2. “Vultures” – Delta Mainline. Call it Spiritualized at its most arch or acoustic-based ’90s Britpop (Oasis, The Verve) at its most early-morning woozy–this track is a memorable one.
3. “Wall Ball” – Art Contest. Any band that can make math-rock accessible and hooky is greatly to be praised. Art Contest’s impressive technical chops are only overshadowed by their incredible songwriting ones. This song is an adventure.
4. “There’s No Love” – We Are Magnetic. It’s summer, so I need a continuous stream of brash, upbeat dance-rock tunes. This one plays out like a less yelpy Passion Pit, complete with a giant chorus anchored by a soaring melody and backed with a choir. Get your dance on.
5. “Pistoletta” – North by North. Imagine My Chemical Romance had a little more rock and a little less theatrics, or think of late ’60s/early ’70s rock, right as glam was breaking out and wasn’t really there yet. Soaring vocals, rock drama, and crunchy guitars sell it.
6. “Get on the Boat” – Little Red Lung. This female-fronted outfit calls up Florence and the Machine comparisons through its adventurous arrangements (check that booming cello), minor-key vibes, and front-and-center vocals.

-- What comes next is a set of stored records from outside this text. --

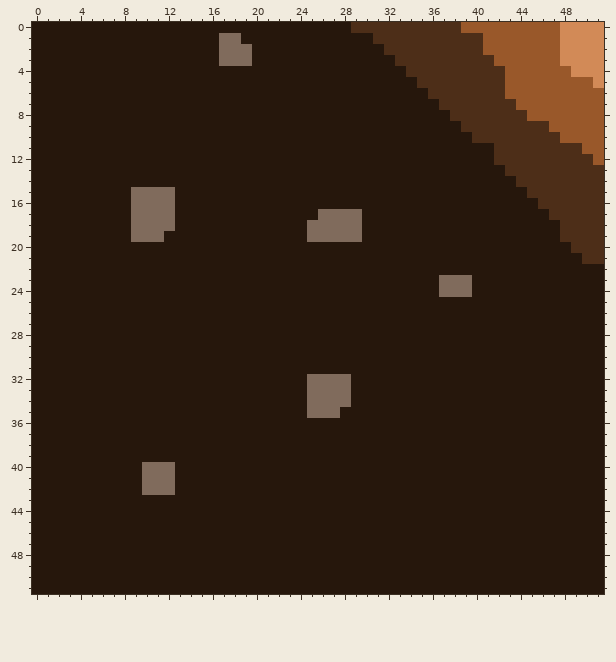
Pixel-art sprite: Assets/Animation/Sprites/Tiles/groundtile6.png. Above, as it was before the edit.
The file is 52x52 pixels.
After:
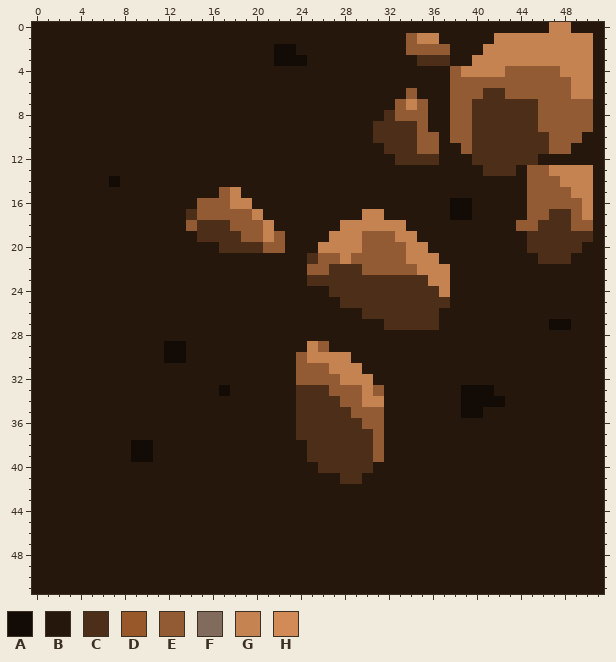
Palette (. is transparent): A #130b05  B #26170c  C #4d2e18  D #99582a  E #935b33  F #806b5c  G #c68352  H #d28a57
From old to new:
y 0: x 29..51 CCCCCCCCCCDDDDDDDDDHHHH -> BBBBBBBBBBBBBBBBBBGGBBB
y 1: x 17..18 FF -> BB; x 31..51 CCCCCCCCCCDDDDDDDHHHH -> BBBEGGBBBBBGGGGGGGGGB
y 2: x 17..19 FFF -> BBB; x 22..23 BB -> AA; x 32..51 CCCCCCCCCDDDDDDDHHHH -> BBEEEEBBBGGGGGGGGGGB
y 3: x 17..19 FFF -> BBB; x 22..24 BBB -> AAA; x 33..34 CC -> BB; x 38..51 CCCCDDDDDDHHHH -> BBGGGGGGGGGGGB
y 4: x 34..51 CCCCCCCCCDDDDDDHHH -> BBBBEGGGGEEEEEGGGB
y 5: x 35..51 CCCCCCCCDDDDDDDDH -> BBBEEEEEEEEEEEGGB
y 6: x 34 B -> E; x 36..40 CCCCC -> BBEEE; x 43..51 DDDDDDDDD -> EEEEEEGGB
y 7: x 33..35 BBB -> EGE; x 37..39 CCC -> BEE; x 44..51 DDDDDDDD -> CCEEEEEB
y 8: x 32..35 BBBB -> CEEE; x 38..39 CC -> EE; x 45..51 DDDDDDD -> CEEEEEB
y 9: x 31..35 BBBBB -> CCCCE; x 38..39 BC -> EE; x 46..51 CDDDDD -> EEEEEB
y 10: x 31..36 BBBBBB -> CCCCEE; x 38..39 BB -> EE; x 47..51 CDDDD -> EEEBB
y 11: x 32..36 BBBBB -> CCCEE; x 39..41 BBB -> ECC; x 47..51 CCCDD -> EEBBB
y 12: x 33..36 BBBB -> CCCC; x 40..41 BB -> CC; x 46..51 CCCCCD -> BBBBBB
y 13: x 41..42 BB -> CC; x 44..51 CCCCCCCC -> BEEGGGGB
y 14: x 7 B -> A; x 44..51 CCCCCCCC -> BEEEGGGB
y 15: x 9..12 FFFF -> BBBB; x 17..18 BB -> EG; x 45..51 CCCCCCC -> EEEEGGB
y 16: x 9..12 FFFF -> BBBB; x 15..19 BBBBB -> EEEGG; x 38..39 BB -> AA; x 45..51 BCCCCCC -> EEEEEGB
y 17: x 9..12 FFFF -> BBBB; x 14..20 BBBBBBB -> CEEEEEG; x 26..31 FFFFBB -> BBBBGG; x 38..39 BB -> AA; x 45..46 BB -> EE; x 49..51 CCC -> EGB
y 18: x 9..12 FFFF -> BBBB; x 14..21 BBBBBBBB -> ECCCEEEG; x 25..33 FFFFFBBBB -> BBBGGGGGG; x 44..47 BBBB -> EECC; x 49..51 CCC -> EEB
y 19: x 9..11 FFF -> BBB; x 15..22 BBBBBBBB -> CCCCEEGE; x 25..34 FFFFFBBBBB -> BBGGGEEEGG; x 45..47 BBB -> CCC; x 51 C -> B
y 20: x 17..22 BBBBBB -> CCCCEE; x 26..35 BBBBBBBBBB -> GGGGEEEEGG; x 45..48 BBBB -> CCCC; x 50..51 CC -> BB
y 21: x 25..36 BBBBBBBBBBBB -> CEEGEEEEEGGG; x 46..48 BBB -> CCC; x 50..51 CC -> BB
y 22: x 25..37 BBBBBBBBBBBBB -> EECCCEEEEEGGG
y 23: x 25..39 BBBBBBBBBBBBFFF -> CCCCCCCCCCCGGBB
y 24: x 27..39 BBBBBBBBBBFFF -> CCCCCCCCCCGBB
y 25: x 28..37 BBBBBBBBBB -> CCCCCCCCCC
y 26: x 30..36 BBBBBBB -> CCCCCCC
y 27: x 32..36 BBBBB -> CCCCC; x 47..48 BB -> AA
y 29: x 12..13 BB -> AA; x 25..26 BB -> GE
y 30: x 12..13 BB -> AA; x 24..28 BBBBB -> EGGGG
y 31: x 24..29 BBBBBB -> EEEGGG
y 32: x 24..30 BFFFFBB -> EEEEGGG
y 33: x 17 B -> A; x 24..31 BFFFFBBB -> CCCEEEGE; x 39..41 BBB -> AAA
y 34: x 24..31 BFFFFBBB -> CCCCEEGG; x 39..42 BBBB -> AAAA
y 35: x 24..31 BFFFBBBB -> CCCCCEEE; x 39..40 BB -> AA
y 36: x 24..31 BBBBBBBB -> CCCCCCEE
y 37: x 24..31 BBBBBBBB -> CCCCCCCE
y 38..39: x 9..10 BB -> AA; x 25..31 BBBBBBB -> CCCCCCE
y 40: x 10..12 FFF -> BBB; x 26..30 BBBBB -> CCCCC
y 41: x 10..12 FFF -> BBB; x 28..29 BB -> CC
y 42: x 10..12 FFF -> BBB
Boxes around the changes in both pictures, in picture pixels (x1, y1, x2, y2):
changed: (109, 22, 604, 495)

7. “Then Comes the Wonder” – The Landing. An ecstatic mishmash of handclaps, burbling synths, piano, and falsetto vocals creates a song that makes me think of a half-dozen disparate sonic influences (Foals, Prince, Fleet Foxes, and the Flaming Lips among them).
8. “Dust Silhouettes” – CFIT. Glitchy electro-pop noises give way to psych-influenced guitar and vocals, all stacked on top of an indie-rock backline. It’s a head-spinner in the best sort of way.
9. “Take Me Away” – Late Nite Cable. The chorus in this song is the electro-pop equivalent of the sun coming out from behind clouds after two days of rain.
10. “ONE” – Moving Panoramas. Sometimes I wonder what people are listening to when they’re walking down the street with headphones in. This feels like it could be one of those things: a walking-speed indie-pop-rock song with excellent bass work, down-to-earth vocals, and a little sense of wonder.
11. “Alien Youth” – The Albino Eyes. Calls back to the time when synth-rock meant The Cars: the zinging, charming synths over slightly-smoothed out garage-rock is nostalgic in the best of ways.
12. “Strangers” – Balaclade. Balancing guitar crunch with feathery vocals makes this an engaging post-’90s-indie-rock track.
13. “Falling” – Here We Go Magic. This warm, swirly, electronics-laden pop-rock tune calls to mind School of Seven Bells, if their sound was a little more tethered to acoustic instrumentation.
Some bands fit easily into categories, and some bands are Wall-Eyed. Kentucky Gentleman is a seven-song, half-hour blast of sound that combines garage rock, folk-punk, a nortena-style horn line, and cabaret pop (that piano intro to “Cold Black Ink”) into one brooding, foreboding experience.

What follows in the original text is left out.